If "modern" or "industrial" is your theme, you would want clean lines and shelving/racks, black table cloths, etc.
If you're doing the "old fashioned" idea, use antique repurposed displays and table cloths, like crates and barrels.

Also, I've found that no matter what you're selling, an "L" shaped set up facing out works best. A lot of people are just "strollers"...they don't want to come inside your tent and "shop". It helps to catch their eye if its close to the aisle. When I sold jewelry, I wanted shoppers to come in my tent, like a shop, and get carried away looking at my jewelry. Many did, but some just peeked in as they walked by. I changed my set up and got a lot more attention. It's not always possible to do it this way if you're not on an aisle or corner, but the less "effort" people have to give to see your product, the better for you. And multi-tiers help too, instead of one layer on the table.

I love setup and display, and would be happy to help you out if you need it  :wink: 

P.S. if you have a Pinterest account, you can browse "craft show display" or "soap display" or "craft set up" or any of those kind of terms to get some ideas, even if they're not pictures of soap.


----------



## Hausfrau007 (Dec 9, 2012)

Do you have a picture of your displays?


----------



## maiseycat (Dec 9, 2012)

Check out her pictures in this thread viewtopic.php?f=26&t=34302


----------



## Ruthie (Dec 10, 2012)

Shawnee, thanks for the great insight!  I think I am somewhere between "natural" and "old fashion."  I'll have to do some thinking on that.  Thanks also for the offer to help out as I think through this process.  I'll likely take you up on that.  And you are so right about the L shape.  I noticed that about myself at the show I visited this weekend.  Actually, almost none of the booths made me even want to get close, except to talk where the vendors were friends (and not even all of those! I still think craft shows should be crafts, not Scentsy and ordered tote bags!)

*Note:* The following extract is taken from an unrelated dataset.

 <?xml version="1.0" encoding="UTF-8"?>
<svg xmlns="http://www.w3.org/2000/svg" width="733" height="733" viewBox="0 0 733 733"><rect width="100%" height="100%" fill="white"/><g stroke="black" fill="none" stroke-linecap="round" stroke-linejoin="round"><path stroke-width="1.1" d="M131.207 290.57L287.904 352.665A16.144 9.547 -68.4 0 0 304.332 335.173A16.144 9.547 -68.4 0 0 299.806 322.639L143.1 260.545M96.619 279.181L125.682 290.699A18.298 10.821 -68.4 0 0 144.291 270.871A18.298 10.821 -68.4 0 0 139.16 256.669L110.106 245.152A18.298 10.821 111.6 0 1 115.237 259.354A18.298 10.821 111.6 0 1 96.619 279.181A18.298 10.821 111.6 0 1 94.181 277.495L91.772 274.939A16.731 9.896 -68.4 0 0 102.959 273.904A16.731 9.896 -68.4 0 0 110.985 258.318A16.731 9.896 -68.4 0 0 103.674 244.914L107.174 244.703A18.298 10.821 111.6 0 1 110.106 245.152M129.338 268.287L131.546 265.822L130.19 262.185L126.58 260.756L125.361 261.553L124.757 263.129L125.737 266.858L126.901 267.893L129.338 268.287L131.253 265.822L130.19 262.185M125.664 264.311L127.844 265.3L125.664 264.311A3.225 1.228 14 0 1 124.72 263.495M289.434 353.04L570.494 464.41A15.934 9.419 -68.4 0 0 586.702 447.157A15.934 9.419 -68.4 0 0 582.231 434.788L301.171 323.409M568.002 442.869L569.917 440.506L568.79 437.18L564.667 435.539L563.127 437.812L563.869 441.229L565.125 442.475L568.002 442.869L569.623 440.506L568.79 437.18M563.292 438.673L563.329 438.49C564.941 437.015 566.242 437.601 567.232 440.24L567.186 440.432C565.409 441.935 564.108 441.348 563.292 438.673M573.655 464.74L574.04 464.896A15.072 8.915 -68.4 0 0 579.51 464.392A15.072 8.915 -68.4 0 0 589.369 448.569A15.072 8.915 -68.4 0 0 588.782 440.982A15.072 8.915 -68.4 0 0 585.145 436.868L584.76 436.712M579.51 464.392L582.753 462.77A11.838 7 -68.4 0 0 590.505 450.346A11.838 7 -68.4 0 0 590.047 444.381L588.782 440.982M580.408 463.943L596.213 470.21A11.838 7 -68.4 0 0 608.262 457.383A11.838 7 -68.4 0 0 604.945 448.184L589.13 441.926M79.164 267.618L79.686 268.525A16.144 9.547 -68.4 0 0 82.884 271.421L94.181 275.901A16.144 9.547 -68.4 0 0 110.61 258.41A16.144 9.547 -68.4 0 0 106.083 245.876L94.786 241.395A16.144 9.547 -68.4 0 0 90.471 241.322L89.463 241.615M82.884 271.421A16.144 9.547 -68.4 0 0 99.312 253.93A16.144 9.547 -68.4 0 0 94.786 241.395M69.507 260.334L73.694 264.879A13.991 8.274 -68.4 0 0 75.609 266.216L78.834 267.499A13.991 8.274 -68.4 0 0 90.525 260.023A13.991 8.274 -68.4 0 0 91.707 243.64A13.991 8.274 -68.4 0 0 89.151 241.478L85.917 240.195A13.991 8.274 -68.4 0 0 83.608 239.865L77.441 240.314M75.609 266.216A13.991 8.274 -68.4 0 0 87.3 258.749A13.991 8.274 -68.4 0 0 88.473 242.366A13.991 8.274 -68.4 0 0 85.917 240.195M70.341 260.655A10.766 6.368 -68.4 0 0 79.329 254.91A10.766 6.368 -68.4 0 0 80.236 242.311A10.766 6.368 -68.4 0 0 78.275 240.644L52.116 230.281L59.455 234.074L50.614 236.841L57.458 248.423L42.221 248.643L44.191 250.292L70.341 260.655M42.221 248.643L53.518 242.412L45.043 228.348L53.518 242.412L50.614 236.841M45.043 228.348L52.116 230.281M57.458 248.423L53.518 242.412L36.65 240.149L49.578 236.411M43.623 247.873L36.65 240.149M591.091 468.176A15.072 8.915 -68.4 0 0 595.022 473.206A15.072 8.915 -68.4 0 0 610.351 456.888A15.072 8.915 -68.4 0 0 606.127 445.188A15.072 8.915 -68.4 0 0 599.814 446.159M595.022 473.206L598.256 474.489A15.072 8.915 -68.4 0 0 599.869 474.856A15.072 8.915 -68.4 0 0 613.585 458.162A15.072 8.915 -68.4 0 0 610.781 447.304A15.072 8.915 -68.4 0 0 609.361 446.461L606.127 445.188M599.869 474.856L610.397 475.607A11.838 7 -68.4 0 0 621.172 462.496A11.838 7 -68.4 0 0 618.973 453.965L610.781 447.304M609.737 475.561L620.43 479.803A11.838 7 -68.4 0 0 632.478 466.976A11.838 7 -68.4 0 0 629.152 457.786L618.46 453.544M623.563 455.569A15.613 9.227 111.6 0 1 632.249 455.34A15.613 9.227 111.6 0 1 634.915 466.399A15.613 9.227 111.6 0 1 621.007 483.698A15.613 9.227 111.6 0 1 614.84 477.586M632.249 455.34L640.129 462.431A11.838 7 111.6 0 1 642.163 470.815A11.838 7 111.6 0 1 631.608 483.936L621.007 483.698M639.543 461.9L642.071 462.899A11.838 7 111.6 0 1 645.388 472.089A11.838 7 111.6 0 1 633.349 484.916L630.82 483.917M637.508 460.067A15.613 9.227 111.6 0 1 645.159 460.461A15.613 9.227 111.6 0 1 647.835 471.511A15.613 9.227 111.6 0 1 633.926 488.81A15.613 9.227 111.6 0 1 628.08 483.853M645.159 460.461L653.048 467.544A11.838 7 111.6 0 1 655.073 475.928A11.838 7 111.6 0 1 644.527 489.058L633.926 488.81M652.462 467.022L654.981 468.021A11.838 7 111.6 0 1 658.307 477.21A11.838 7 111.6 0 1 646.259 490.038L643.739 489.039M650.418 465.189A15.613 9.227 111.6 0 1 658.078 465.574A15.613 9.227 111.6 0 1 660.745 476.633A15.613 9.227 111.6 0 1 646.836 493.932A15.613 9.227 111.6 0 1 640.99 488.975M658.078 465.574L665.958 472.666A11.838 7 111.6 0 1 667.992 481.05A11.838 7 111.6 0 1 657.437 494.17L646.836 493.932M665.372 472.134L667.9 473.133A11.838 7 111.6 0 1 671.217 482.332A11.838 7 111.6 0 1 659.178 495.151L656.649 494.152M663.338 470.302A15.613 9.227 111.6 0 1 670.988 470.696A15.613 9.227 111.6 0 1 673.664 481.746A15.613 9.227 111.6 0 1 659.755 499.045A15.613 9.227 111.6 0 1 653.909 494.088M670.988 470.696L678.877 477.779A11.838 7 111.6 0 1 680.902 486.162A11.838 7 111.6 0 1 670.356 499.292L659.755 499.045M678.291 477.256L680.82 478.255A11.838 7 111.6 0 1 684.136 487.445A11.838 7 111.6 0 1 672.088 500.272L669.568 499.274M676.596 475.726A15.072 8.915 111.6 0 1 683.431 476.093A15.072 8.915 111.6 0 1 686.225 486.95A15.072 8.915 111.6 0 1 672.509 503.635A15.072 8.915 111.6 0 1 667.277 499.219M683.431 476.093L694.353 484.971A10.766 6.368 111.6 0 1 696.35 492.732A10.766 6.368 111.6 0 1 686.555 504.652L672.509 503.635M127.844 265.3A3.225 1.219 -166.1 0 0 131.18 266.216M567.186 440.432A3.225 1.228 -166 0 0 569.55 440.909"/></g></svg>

Esther, I do not have any old photos of my displays that I can find.  I still have the old green sheets I used on my tables, so that is a starting point.  They are a strange but lovely shade, between olive and forest green.  

Maiseycat, yes- those photos are awesome!


----------



## Lindy (Dec 11, 2012)

I don't know if you've checked out this store for tablecloths but I love them...

http://www.linentablecloth.com/?SID=7rh ... re=default

I go for a more upscale look with my products when I'm in the mall...












When I am doing an open air show then I am using baskets and such....






I am using an "L" but not the way that Shawnee does, mostly because I don't have enough room to let people come down along the side.  But I think I'll see if there is a way for me to do it in another way....


----------



## Hazel (Dec 11, 2012)

Those are lovely displays. I think even the one with baskets looks elegant.


----------



## Ruthie (Dec 11, 2012)

Lindy, your photos are so cool!  Thanks for sharing!  Your display in the mall looks like it is two sided?  Are those reusable bags hanging under the paper bags?  And you have your logo on the bags and sign in the outdoor display.  I'll check out the tablecolths.  I recently traded loads of tablecloths and doilies for soap.  That was the soap that got me back into the craft.


----------



## Lindy (Dec 12, 2012)

Thank you Hazel  I just changed my display over in the mall this fall after the trade show.  I really like the feel of the cubicles.

Ruthie thank you.  The bags under the paper bags are bio-degradable T-Shirt bags and I print the logos and attach to the white bags.  The mall set up actually has 4 edges to work with.  The one where my cash register is, the 2 long sides and then the other end that is not that big.  It allows me lots of room to display and right now that is soooo important because I have a lot of product to display.  The banner in my outdoor display was made by Vista Print and I love it!  You are going to be amazed at the cost of those tablecloths.... and try layering as well.

This is from the trade show I did in September and you can see I layered the colours to create some interest.


----------



## MaitriBB (Dec 21, 2012)

I just ordered a tablecloth + overlay from linentablecloths ... under $20 including shipping.  Nice!


----------



## Lindy (Dec 21, 2012)

MaitriBB said:
			
		

> I just ordered a tablecloth + overlay from linentablecloths ... under $20 including shipping.  Nice!



Aren't they just fantastic on their pricing?  Love them!


----------